Sandra also has seen several of her relatives come to Christ. As 2004 closed, Sandra’s mother accepted Christ from her deathbed. She had been raised Mormon but had become disillusioned with it in midlife and eventually gave up believing in anything.


But as she lay in the hospital, ravaged by pancreatic cancer, Sandra says the Holy Spirit touched her mother and she embraced the message her daughter had been preaching most of her adult life. Now, Sandra says, she has confidence she’ll see her mother in heaven.


She believes her experience is a lesson for all Christians. She says reaching unbelieving relatives boils down to following God’s leading, being genuine, having a working knowledge of Christian doctrine and showing love with one’s actions.


When her Mormon grandmother died, Sandra says her church organized the post-funeral dinner for the largely Mormon family.

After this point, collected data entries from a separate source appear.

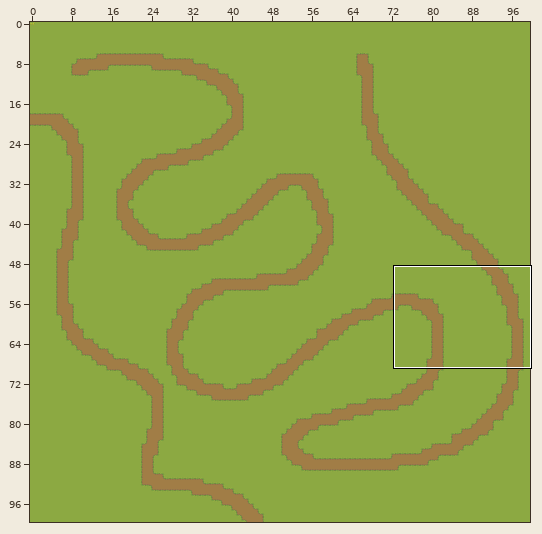
Level history. Tiled map: LichEngine.Portable/Content/TiledMaps/MapTest.tmx. The first picture is a wide view before the edit; the outline marks the close-up.
Close-up. As it was:
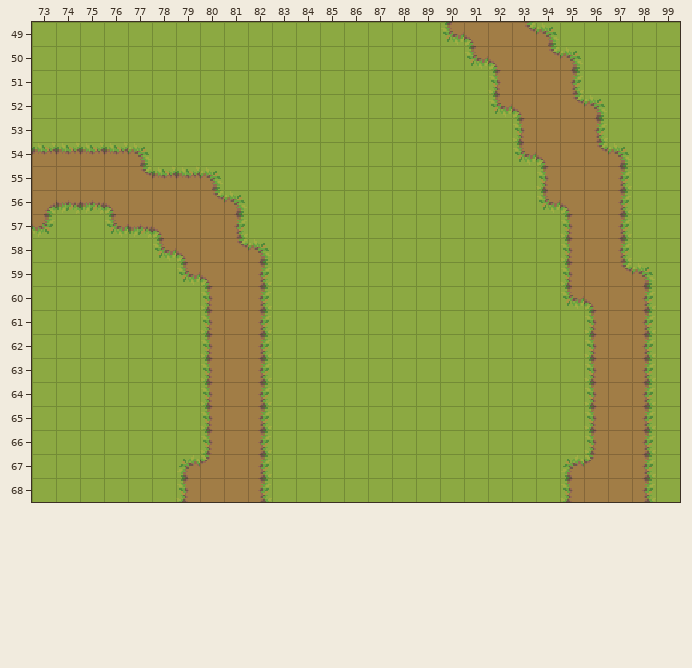
Cells are 16x16 px. Shown: x 73..99, y 49..68. The commit also changed other parts of the map, which this record leaves out.
After the commit:
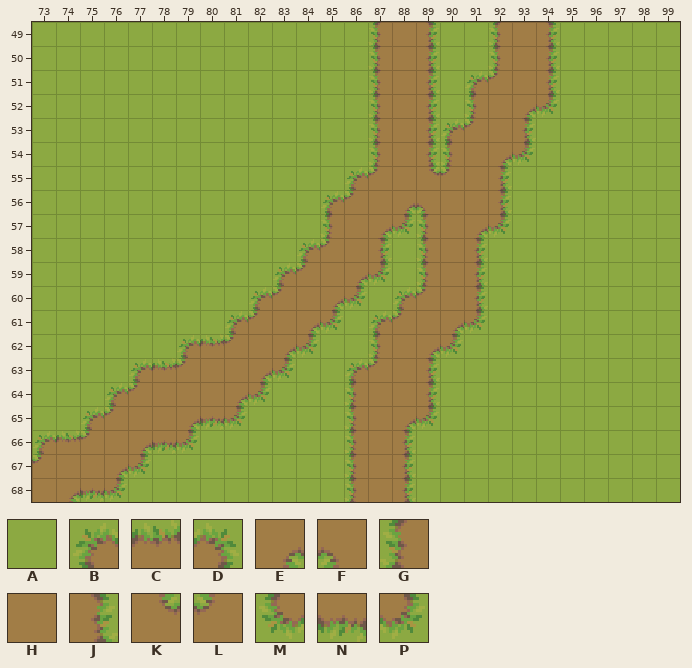
Key: from "OutDoor": A 15, B 16, C 17, D 18, E 19, F 20, G 31, H 32, J 33, K 34, L 35, M 46, N 47, P 48.
_ is an empty cell, . an unchanged one.
The exact change:
--- layer "Tile Layer 1"
@@ x 73..98 @@
-49 ..............AAAMFHKD....
-50 ..............AAA.MF.KD...
-51 ..............AAA.AG.HJ...
-52 ..............AAA.AMFHKD..
-53 ..............AAAAAAGHHJ..
-54 CCCCD.........AAAAAAMFHKD.
-55 HHHHKCCD.....AAAAAAA.GHHJ.
-56 ENNFHHHKD...AAAAAAAA.MFHJ.
-57 P..MNFHHJ...AAAAAAAA..GHJ.
-58 .....MFHKD.AAAA.AAA...GHJ.
-59 ......MFHJAAAAA.AAA...GHKD
-60 .......GHJAAAA.AAAA...MFHJ
-61 .......GHJAAA.AAAAA....GHJ
-62 ......AGHJAA..AAAA.....GHJ
-63 ....AAAG.JA..AAAA......GHJ
-64 ...AAAAGHJ...AAAA......GHJ
-65 ..AAAAAGHJ...AAAA......GHJ
-66 AAAAAAAGHJ...AAA.......GHJ
-67 AAAAA.BLHJ...AAA......BLHJ
-68 AAAA..GHHJ...AAA......GHHJ
+49 ..............GHJAAGHJ....
+50 ..............GHJ.AG.JA...
+51 ..............GHJ.BL.JA...
+52 ..............GHJ.GHEPAA..
+53 ..............GHJBLHJAAA..
+54 AAAAA.........GHJGHEPAAAA.
+55 AAAAAAAA.....BLHKLHJ.AAAA.
+56 AAAAAAAAA...BLHEFHHJ.AAAA.
+57 A..AAAAAA...GHEPGHEP..AAA.
+58 .....AAAAA.BLHJ.GHJ...AAA.
+59 ......AAAABLHEP.GHJ...AAAA
+60 .......AABLHEP.BLHJ...AAAA
+61 .......ABLHEP.BLHEP....AAA
+62 ......BCLHEP..GHEP.....AAA
+63 ....BCLH.EP..BLHJ......AAA
+64 ...BLHHHEP...GHHJ......AAA
+65 ..BLHHENPA...GHEP......AAA
+66 BCLHENPAAA...GHJ.......AAA
+67 LHHEP.AAAA...GHJ......AAAA
+68 HENP..AAAA...GHJ......AAAA
Boxes around the changes in both close-ups, in picture pixels (x1, y1, x2, y2):
changed: (32, 22, 656, 502)
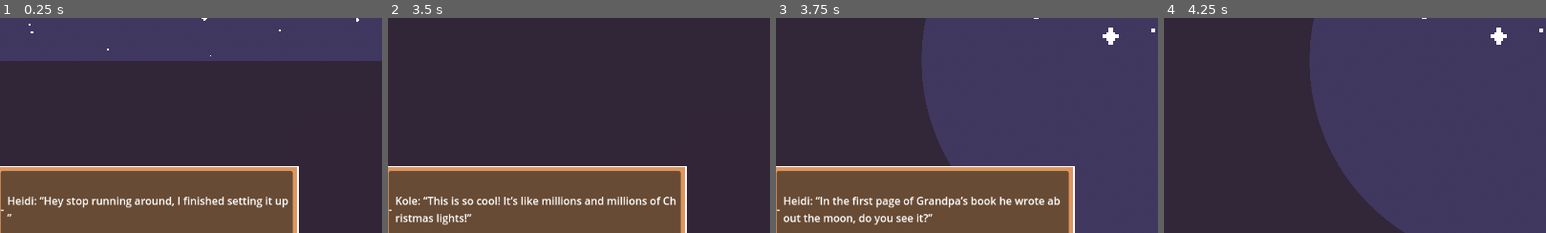
Above: before the commit, frames 1-4 (left to right).
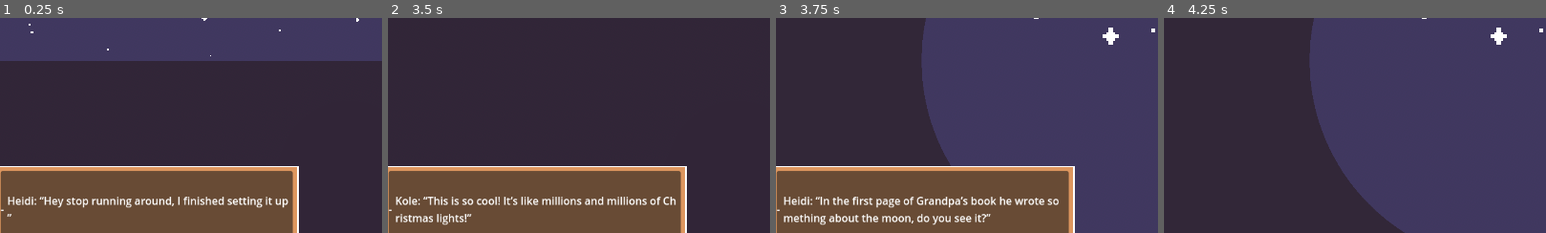
Above: after the commit, the same moments.

Repository: ATTOCORRECT/DesignWeek-Winter2025
Game: Godot game, scene res://Game.tscn
Same seed, same stepped clock (60 frames per second), same inputs: the game is played once before the commit and once after it.
Inputs (mouse positions are % of the whole screen's width and height, from its top left):
- Up to frame 1 (0.25 s): no input
- Up to frame 2 (3.5 s): tap Enter (ui_accept) at 0.5, 0.77, 1.25, 2, 2.75 s; move the mouse to (72, 45) at 0.52 s; press the mouse at (72, 45) at 0.53 s; hold Up (ui_up) 0.53-1.25 s; release the mouse at (72, 45) at 1.25 s; drag from (30, 55) to (45, 70) at 1.27 s; move the mouse to (60, 28) at 2.02 s; hold Up (ui_up) 2.03-2.75 s; hold Mouse wheel down (zoom_out) 2.03-2.75 s; drag from (45, 70) to (20, 35) at 2.77 s
- Up to frame 3 (3.75 s): tap Enter (ui_accept) at 3.5 s; move the mouse to (80, 65) at 3.52 s; hold Down (ui_down) from 3.53 s (still down); hold Mouse wheel up (zoom_in) from 3.53 s (still down)
- Up to frame 4 (4.25 s): keep holding Down (ui_down); keep holding Mouse wheel up (zoom_in); tap Enter (ui_accept) at 3.77 s
The pictures show only the part of the screen within x 4-54%, y 40-90%; the shares and areas given below are measured in that part.

Frames 1-2 are identical in both runs. In frame 3, 1.4% of the frame differs, in the area x 2-75%, y 83-97%; in frame 4, nothing differs.

Commit message:
text
updated text

Diff:
--- a/stargazing-prototype/text_box_haidi.gd
+++ b/stargazing-prototype/text_box_haidi.gd
@@ -23,7 +23,7 @@
 	queue_text("Kole: “Wow! I can see the stars up close!”")
 	queue_text("Heidi: “Try looking around”")
 	queue_text("Kole: “This is so cool! It’s like millions and millions of Christmas lights!”")
-	queue_text("Heidi: “In the first page of Grandpa’s book he wrote about the moon, do you see it?”")
+	queue_text("Heidi: “In the first page of Grandpa’s book he wrote something about the moon, do you see it?”")
 
 
 
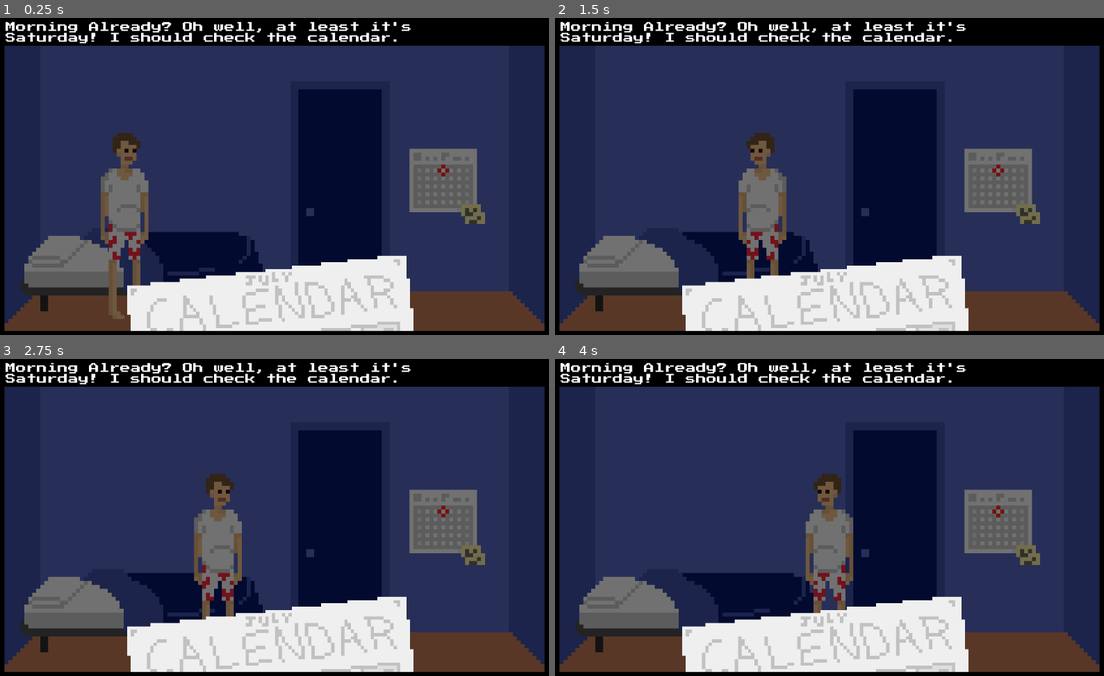
Above: before the commit, frames 1-4 (two rows, left to right).
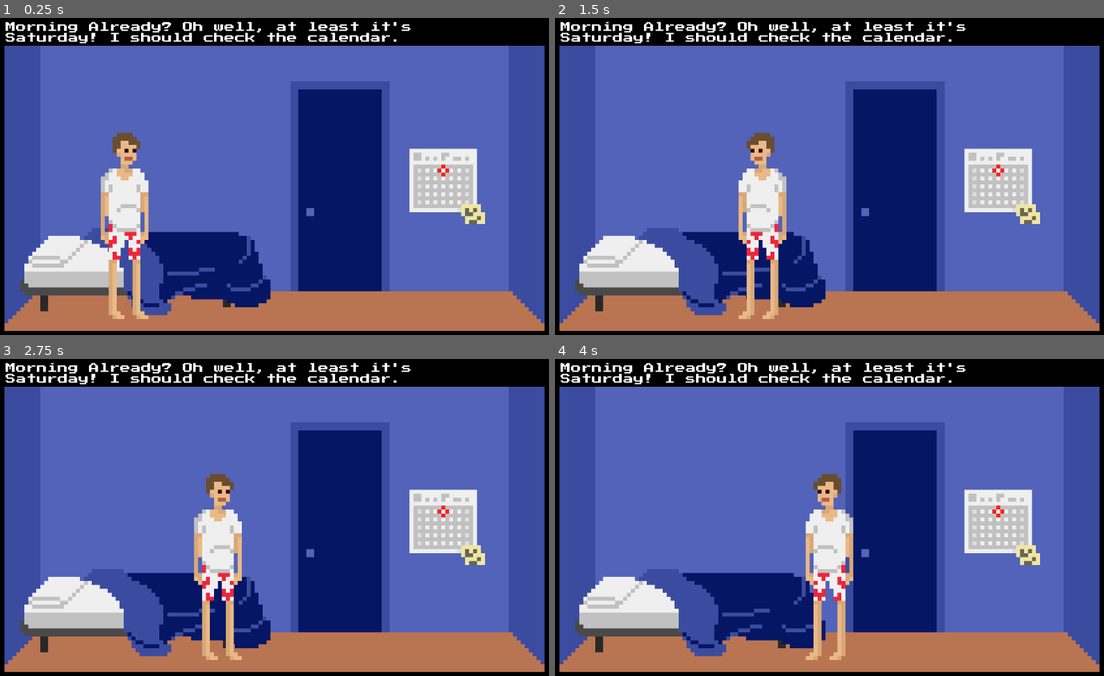
Above: after the commit, the same moments.

Repository: lthammond/CS315-midterm-Halfway_There
Game: Godot game, scene res://src/Bedroom.tscn
Two runs of this game, one before a commit and one after it. Both use one fixed random seed, a clock stepped at 60 frames per second and the inputs below.
Inputs:
- Up to frame 1 (0.25 s): no input
- Up to frame 2 (1.5 s): tap Enter at 0.5 s; hold Right (move_right) 0.53-1.28 s; hold Up (interact) 0.53-1.28 s; hold Left (move_left) from 1.28 s (still down); tap Up (interact) at 1.35 s
- Up to frame 3 (2.75 s): release Left (move_left) at 2.03 s; hold Right (move_right) from 2.03 s (still down); hold Up (interact) from 2.03 s (still down)
- Up to frame 4 (4 s): release Up (interact) at 2.78 s; tap Up (interact) at 2.85 s; release Right (move_right) at 3.53 s; hold Left (move_left) from 3.53 s (still down); hold Up (interact) from 3.53 s (still down)

The runs differ from the first frame. In frame 1, 89% of the frame differs, in the area x 0-100%, y 8-99%; in frame 2, 89%; in frame 3, 89%; in frame 4, 89%.

Commit message:
Update dialog in hallway

Diff:
--- a/project/src/Bedroom.tscn
+++ b/project/src/Bedroom.tscn
@@ -199,7 +199,7 @@
 margin_top = -396.0
 margin_right = 245.0
 margin_bottom = 287.0
-color = Color( 0, 0, 0, 0.52549 )
+color = Color( 0, 0, 0, 0 )
 __meta__ = {
 "_edit_use_anchors_": false
 }
@@ -210,7 +210,7 @@
 anims/Zoom_on_tasks = SubResource( 3 )
 
 [node name="CalendarSprite" type="Sprite" parent="Calendar/Interaction"]
-position = Vector2( -302.519, 422.984 )
+position = Vector2( -302.519, 640.226 )
 scale = Vector2( 6.62392, 6.62392 )
 texture = ExtResource( 7 )
 
--- a/project/src/FrontYard.tscn
+++ b/project/src/FrontYard.tscn
@@ -141,7 +141,7 @@
 margin_top = -515.407
 margin_right = 234.909
 margin_bottom = 167.593
-color = Color( 0, 0, 0, 0.52549 )
+color = Color( 0, 0, 0, 0 )
 __meta__ = {
 "_edit_use_anchors_": false
 }
@@ -151,7 +151,7 @@
 anims/Fade_light = SubResource( 2 )
 
 [node name="PackageSprite" type="Sprite" parent="Mailbox/Interaction"]
-position = Vector2( -356.869, 431.443 )
+position = Vector2( -356.869, 318.498 )
 scale = Vector2( 8, 8 )
 texture = ExtResource( 7 )
 
--- a/project/src/Hallway.gd
+++ b/project/src/Hallway.gd
@@ -8,5 +8,4 @@
 
 	if !GlobalDialogVariables.hallwayTextRead:
 		$HUD/Dialog/HallwayTextLabel.show()
-		yield(get_tree().create_timer(5), "timeout")
-		$HUD/Dialog/HallwayTextLabel.hide()
+		GlobalDialogVariables.hallwayTextRead = true

Sandra’s sister was impressed with this outpouring of love for a family that didn’t even go to that church. This, coupled with other encounters with Christians, eventually brought her to Christ.


In the final analysis, though, it’s the Holy Spirit’s job to bring a non-Christian relative to Christ. A big part of this is how the Spirit reveals to non-Christians their rebellious nature and their need of God’s forgiveness, Sandra says.


“A friend of mine would regularly invite a Mormon neighbor over to have coffee and chat,” Sandra recalls. “Mormons aren’t supposed to drink coffee, but this Mormon woman felt safe inside my friend’s house where no one would see her.


“One day, the conversation came around to the problem of sin. My friend was trying to get across to this woman that even though we are sinners, Christ gave His life for us. The Mormon woman lifted up her cup of coffee and said, in all seriousness, ‘This is my only sin.’ Non-Christians do not understand the depth of their alienation from God and thus fail to appreciate the greatness of Christ’s atonement.”


Sandra says when Christians live in openness and authenticity before non-Christian relatives, their loved ones see that they still struggle with the “old nature”—but that the Holy Spirit brings them through the battle. “Your family watches you,” Sandra says. “When they see that we have the confidence to go back to God and ask for forgiveness, it will touch them.”


Embracing God’s Grace


Sandra says it’s easy for her to fall into the trap of perfectionism—fretting that she’s not doing enough. It’s at those times, though, that she’s reminded of the faith she left, which was based on being acceptable to God through one’s performance, and she takes hold of God’s grace.


“I never heard John 3:16 until after I was married and had become a Christian,” Sandra says. “The concept of salvation simply by repenting and believing in Jesus is foreign to Mormonism. Mormons earn eternal life through performing various LDS temple rituals and good works.


“Even as Christians, though, we can forget that God is offering us His love, not His condemnation. The average Christian has a lot of demands on himself or herself, and that can become a great struggle of feeling like you haven’t done all that you could have done.”


After years of ministry, Sandra has learned the importance of keeping a good sense of humor. “I don’t know how many times I’ve been counseling someone in the bookstore when I look out the window and see one of those particular Mormons who loves to goad me into arguments come walking up the drive,” she says.


“All you can do is laugh and lift up a quick prayer. When you can laugh at yourself, it keeps you from becoming too important in your own eyes.”


She’s also learned to trust God. “It’s a matter of staying close to the Lord and staying open to what He brings into your life,” Sandra says. “Jerald’s Alzheimer’s wasn’t on my agenda. But I’ve learned through experience that everything, even the things that seem wrong or negative, come from a loving Father’s hand. Look for God’s grace, and it will find you.”


John Draper is a freelance writer based in Seattle. He has studied Mormonism for several years and looks forward to opportunities to share the gospel with Mormons.